Venous eczema appears to be due to the accumulation of fluid in the tissues and the activation of the innate immune response.

Normally when walking, the leg muscles pump blood upward and valves in the veins prevent pooling. A clot in the deep veins of the legs (deep vein thrombosis or DVT) or varicose veins can damage the valves. As a result, a back pressure develops and fluid builds up in the tissues. A inflammatory the reaction occurs

What are the clinical features of venous eczema?

Venous eczema can form discreet patches or become confluent and circumferential. Features include:

  • Red itchiness, blisters and scabs plates; or dry cracked and scaly plates on one or both legs
  • Orange brown macular pigmentation because hemosmosin statement
  • Atrophie blanche (irregular white scars surrounded by red spots)
  • 'Champagne bottle' shape at the lower leg: tapering at the ankles and hardening (lipodermatosclerosis)
Venous disease


Venous eczema




Venous ulcer

What are the complications of venous eczema?

  • Impetiginization - secondary infection with Staphylococcus aureus resulting in yellowish scabs
  • Cellulitis - infection with Streptococcus pyogenes: there may be redness, swelling, pain, fever, a red streak on the leg and swollen glands in the groin

  • Secondary eczema: Eczema spreads to other areas of the body.

  • Contact allergy to one or more components of the ointments or creams used

How is venous eczema diagnosed?

The diagnosis of venous eczema is clinical.

Patch Tests may be done if there is a suspected contact allergy.

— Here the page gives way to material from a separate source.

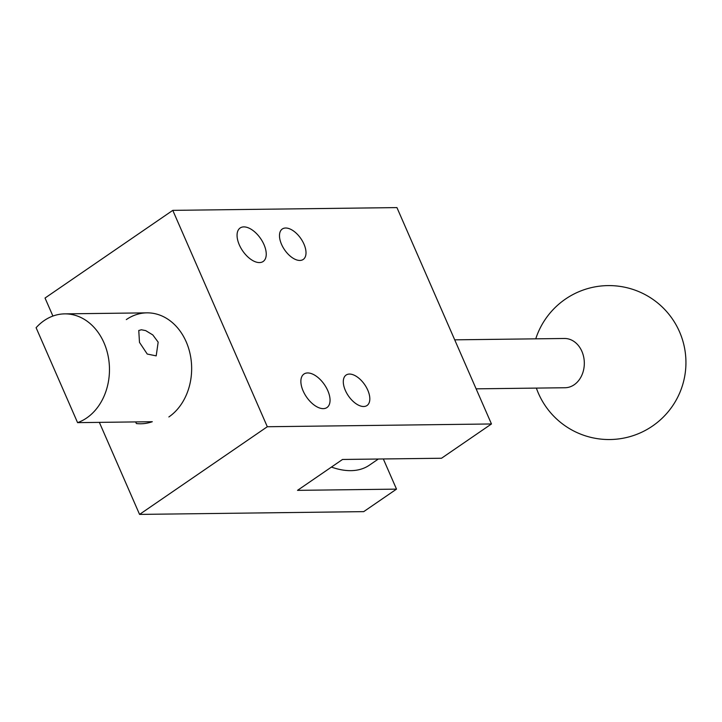 <?xml version="1.0" encoding="UTF-8"?>
<svg xmlns="http://www.w3.org/2000/svg" width="722" height="722" viewBox="0 0 722 722"><rect width="100%" height="100%" fill="white"/><g stroke="black" fill="none" stroke-linecap="round" stroke-linejoin="round"><path stroke-width="1.08" d="M327.788 390.638A20.324 10.884 -124.5 0 1 326.958 407.551A20.324 10.884 -124.5 0 1 303.132 390.945A20.324 10.884 -124.5 0 1 303.962 374.041A20.324 10.884 -124.5 0 1 327.788 390.638M367.769 390.151A18.474 9.9 -124.5 0 1 367.011 405.52A18.474 9.9 -124.5 0 1 345.351 390.421A18.474 9.9 -124.5 0 1 346.109 375.052A18.474 9.9 -124.5 0 1 367.769 390.151M303.953 244.09A18.474 9.9 -124.5 0 1 303.204 259.46A18.474 9.9 -124.5 0 1 281.544 244.37A18.474 9.9 -124.5 0 1 282.293 229A18.474 9.9 -124.5 0 1 303.953 244.09M263.981 244.587A20.324 10.884 -124.5 0 1 263.151 261.49A20.324 10.884 -124.5 0 1 239.325 244.893A20.324 10.884 -124.5 0 1 240.155 227.981A20.324 10.884 -124.5 0 1 263.981 244.587M126.332 319.584A55.423 44.051 89.3 0 1 146.918 312.852A55.423 44.051 89.3 0 1 186.186 341.795A55.423 44.051 89.3 0 1 168.867 416.955M396.513 489.128L297.509 490.355L342.526 459.463L441.521 458.244L491.465 423.967L267.311 426.738L139.563 514.407L363.717 511.636L396.513 489.128L383.328 458.957M267.311 426.738L172.784 210.364L45.035 298.033L52.905 316.055M172.784 210.364L396.938 207.593L491.465 423.967M99.356 422.37L139.563 514.407M331.425 467.08A101.603 54.439 55.5 0 0 369.375 465.176L378.355 459.021M454.716 339.836L564.433 338.483A24.629 19.584 89.3 0 1 581.887 351.343A24.629 19.584 89.3 0 1 565.037 387.741L476.123 388.842M77.579 422.641A55.423 44.051 -90.7 0 0 103.995 342.806A55.423 44.051 -90.7 0 0 64.727 313.871A55.423 44.051 -90.7 0 0 36.1 327.707L77.579 422.641L152.297 421.711A55.423 44.051 89.3 0 1 140.817 423.778A55.423 44.051 89.3 0 1 136.377 423.552L135.664 421.919M139.481 342.372L138.768 330.486L141.395 329.773L145.663 330.604L152.802 334.927L158.163 342.138L156.196 355.874L147.234 354.042L139.481 342.372M536.365 388.093A76.974 76.974 0 0 0 639.791 433.101A76.974 76.974 0 0 0 605.189 285.686A76.974 76.974 0 0 0 535.751 338.835M64.727 313.871L146.918 312.852"/></g></svg>

What is the treatment for venous eczema?

Reduces swelling in the leg

  • Don't stand for long periods.
  • Take regular walks.
  • Elevate your feet when sitting - If your legs are swollen, they must be above your hips to drain effectively.
  • Elevate the feet of your bed at night.
  • During the acute eczema phase, bandaging is important to reduce swelling.
  • When the eczema has settled, wear graduated compression stockings or long-term stockings. Tight-fitting moderate to high compression socks can be obtained from a surgical supply company. Light compression with travel socks may be adequate, and they are easy to put on. They can be bought in pharmacies, travel and sports stores. More compression is obtained using two pairs.
  • Horse chestnut extract appears to be beneficial for at least some patients with venous disease.

Treat eczema

  • Dry the patches that ooze with Condy's solution (potassium permanganate) or vinegar diluted in gauze as compresses.
  • Oral antibiotics such as flucloxacillin may be prescribed for a secondary infection.
  • Apply a prescribed current steroid: start with a powerful steroid cream Precisely applied daily to patches until flattened. After a few days, switch to a milder steroid cream (eg, Hydrocortisone) until the itchy patches have resolved (maintenance treatment). Check with your doctor if you are using steroid creams for more than a few weeks. Overuse can thin the skin, but short courses of stronger preparations can be used from time to time if necessary to control dermatitis. Coal tar ointment It can also help.
  • Use a moisturizer frequently to keep the skin on your legs smooth and soft. If the skin is very scaly, urea cream can be especially effective.
  • Protect your skin from injury - this can lead to infection or ulceration that can be difficult to cure.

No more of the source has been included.